The vocative is Άγγελε  as with all proparoxytonous names in -os (Στέφανε, κύριε Παπαδόπουλε, etc.) Think of "Kyri*e *eleison".


----------



## larshgf

👍😊


----------



## Helleno File

Very helpful thread - thanks everyone. 

Does that mean you could also say πώς από 'κει; in a message or phone call? Meaning "how come you're there?"


----------



## Αγγελος

Helleno File said:


> Does that mean you could also say πώς από 'κει; in a message or phone call? Meaning "how come you're there?"


Yes, definitely.


----------



## Helleno File




----------



## larshgf

Two friends (women) in a shop. One are asking for a pulover. The other is asking for a pair of boots.  
The shop assistant says:_ Ωραία, για τις μπότες πάμε από εδώ_
How would you translate this?


----------



## Αγγελος

larshgf said:


> Two friends (women) in a shop.
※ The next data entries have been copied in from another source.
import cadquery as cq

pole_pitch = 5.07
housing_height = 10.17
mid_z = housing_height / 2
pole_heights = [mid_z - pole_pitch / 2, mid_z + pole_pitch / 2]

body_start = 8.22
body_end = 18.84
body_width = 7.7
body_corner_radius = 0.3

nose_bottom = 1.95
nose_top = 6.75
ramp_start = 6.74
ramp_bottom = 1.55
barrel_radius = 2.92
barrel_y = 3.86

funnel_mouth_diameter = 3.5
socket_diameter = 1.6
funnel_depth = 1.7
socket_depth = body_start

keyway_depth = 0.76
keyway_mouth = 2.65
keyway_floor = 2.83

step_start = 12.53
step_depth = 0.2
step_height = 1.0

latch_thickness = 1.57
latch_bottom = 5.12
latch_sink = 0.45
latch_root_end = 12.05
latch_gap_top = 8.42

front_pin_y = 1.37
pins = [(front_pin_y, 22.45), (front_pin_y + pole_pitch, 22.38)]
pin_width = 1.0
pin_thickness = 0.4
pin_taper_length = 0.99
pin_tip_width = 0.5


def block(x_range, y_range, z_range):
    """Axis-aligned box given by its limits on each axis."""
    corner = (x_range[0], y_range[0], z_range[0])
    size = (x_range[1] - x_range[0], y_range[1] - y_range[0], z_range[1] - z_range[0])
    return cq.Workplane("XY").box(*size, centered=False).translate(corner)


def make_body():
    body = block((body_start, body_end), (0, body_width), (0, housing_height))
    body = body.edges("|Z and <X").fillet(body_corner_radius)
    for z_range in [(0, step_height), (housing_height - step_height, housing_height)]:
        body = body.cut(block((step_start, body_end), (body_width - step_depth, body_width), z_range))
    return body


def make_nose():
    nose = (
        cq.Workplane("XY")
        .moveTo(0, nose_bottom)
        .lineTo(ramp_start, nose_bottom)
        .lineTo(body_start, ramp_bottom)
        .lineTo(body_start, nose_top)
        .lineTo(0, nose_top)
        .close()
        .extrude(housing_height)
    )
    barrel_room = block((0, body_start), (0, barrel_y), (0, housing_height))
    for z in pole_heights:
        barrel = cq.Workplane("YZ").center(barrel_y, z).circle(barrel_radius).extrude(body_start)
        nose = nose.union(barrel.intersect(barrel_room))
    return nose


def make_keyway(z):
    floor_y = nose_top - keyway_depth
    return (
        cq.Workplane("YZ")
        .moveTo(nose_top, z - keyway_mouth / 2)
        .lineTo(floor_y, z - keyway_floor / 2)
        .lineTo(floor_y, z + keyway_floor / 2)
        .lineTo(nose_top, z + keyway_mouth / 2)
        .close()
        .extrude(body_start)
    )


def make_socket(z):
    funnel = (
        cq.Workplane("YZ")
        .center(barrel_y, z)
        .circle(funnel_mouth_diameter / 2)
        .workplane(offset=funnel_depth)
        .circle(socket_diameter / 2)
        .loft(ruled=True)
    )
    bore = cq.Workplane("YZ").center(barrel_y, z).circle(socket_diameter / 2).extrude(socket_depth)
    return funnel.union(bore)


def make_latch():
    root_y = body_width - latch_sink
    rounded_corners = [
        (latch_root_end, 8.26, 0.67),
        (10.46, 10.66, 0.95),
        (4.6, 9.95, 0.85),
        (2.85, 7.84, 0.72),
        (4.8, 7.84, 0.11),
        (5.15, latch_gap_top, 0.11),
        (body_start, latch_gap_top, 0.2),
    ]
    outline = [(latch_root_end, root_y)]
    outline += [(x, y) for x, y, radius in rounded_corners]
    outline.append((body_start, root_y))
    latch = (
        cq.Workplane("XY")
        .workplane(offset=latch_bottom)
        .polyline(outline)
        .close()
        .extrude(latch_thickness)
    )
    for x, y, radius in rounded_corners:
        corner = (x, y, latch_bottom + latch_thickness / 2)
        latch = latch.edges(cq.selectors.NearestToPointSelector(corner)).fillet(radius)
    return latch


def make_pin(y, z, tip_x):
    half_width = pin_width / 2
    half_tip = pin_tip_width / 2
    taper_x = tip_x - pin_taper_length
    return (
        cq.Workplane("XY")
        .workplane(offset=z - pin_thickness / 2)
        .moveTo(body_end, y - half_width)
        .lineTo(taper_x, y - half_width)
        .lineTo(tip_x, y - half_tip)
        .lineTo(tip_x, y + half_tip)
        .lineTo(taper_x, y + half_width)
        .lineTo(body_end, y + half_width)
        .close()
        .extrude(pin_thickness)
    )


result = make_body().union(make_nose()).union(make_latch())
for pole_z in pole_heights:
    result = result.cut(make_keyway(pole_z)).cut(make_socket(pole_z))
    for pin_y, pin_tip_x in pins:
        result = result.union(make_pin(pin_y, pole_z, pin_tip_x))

One are asking for a pulover. The other is asking for a pair of boots.
> The shop assistant says:_ Ωραία, για τις μπότες πάμε από εδώ_
> How would you translate this?


“Fine. For the boots, let’s go this way.”
As I said before, από δω _can _have its literal meaning of ‘from here’, but it usually just means ‘over here’ or ‘this way’. Compare _par ici _in French.


----------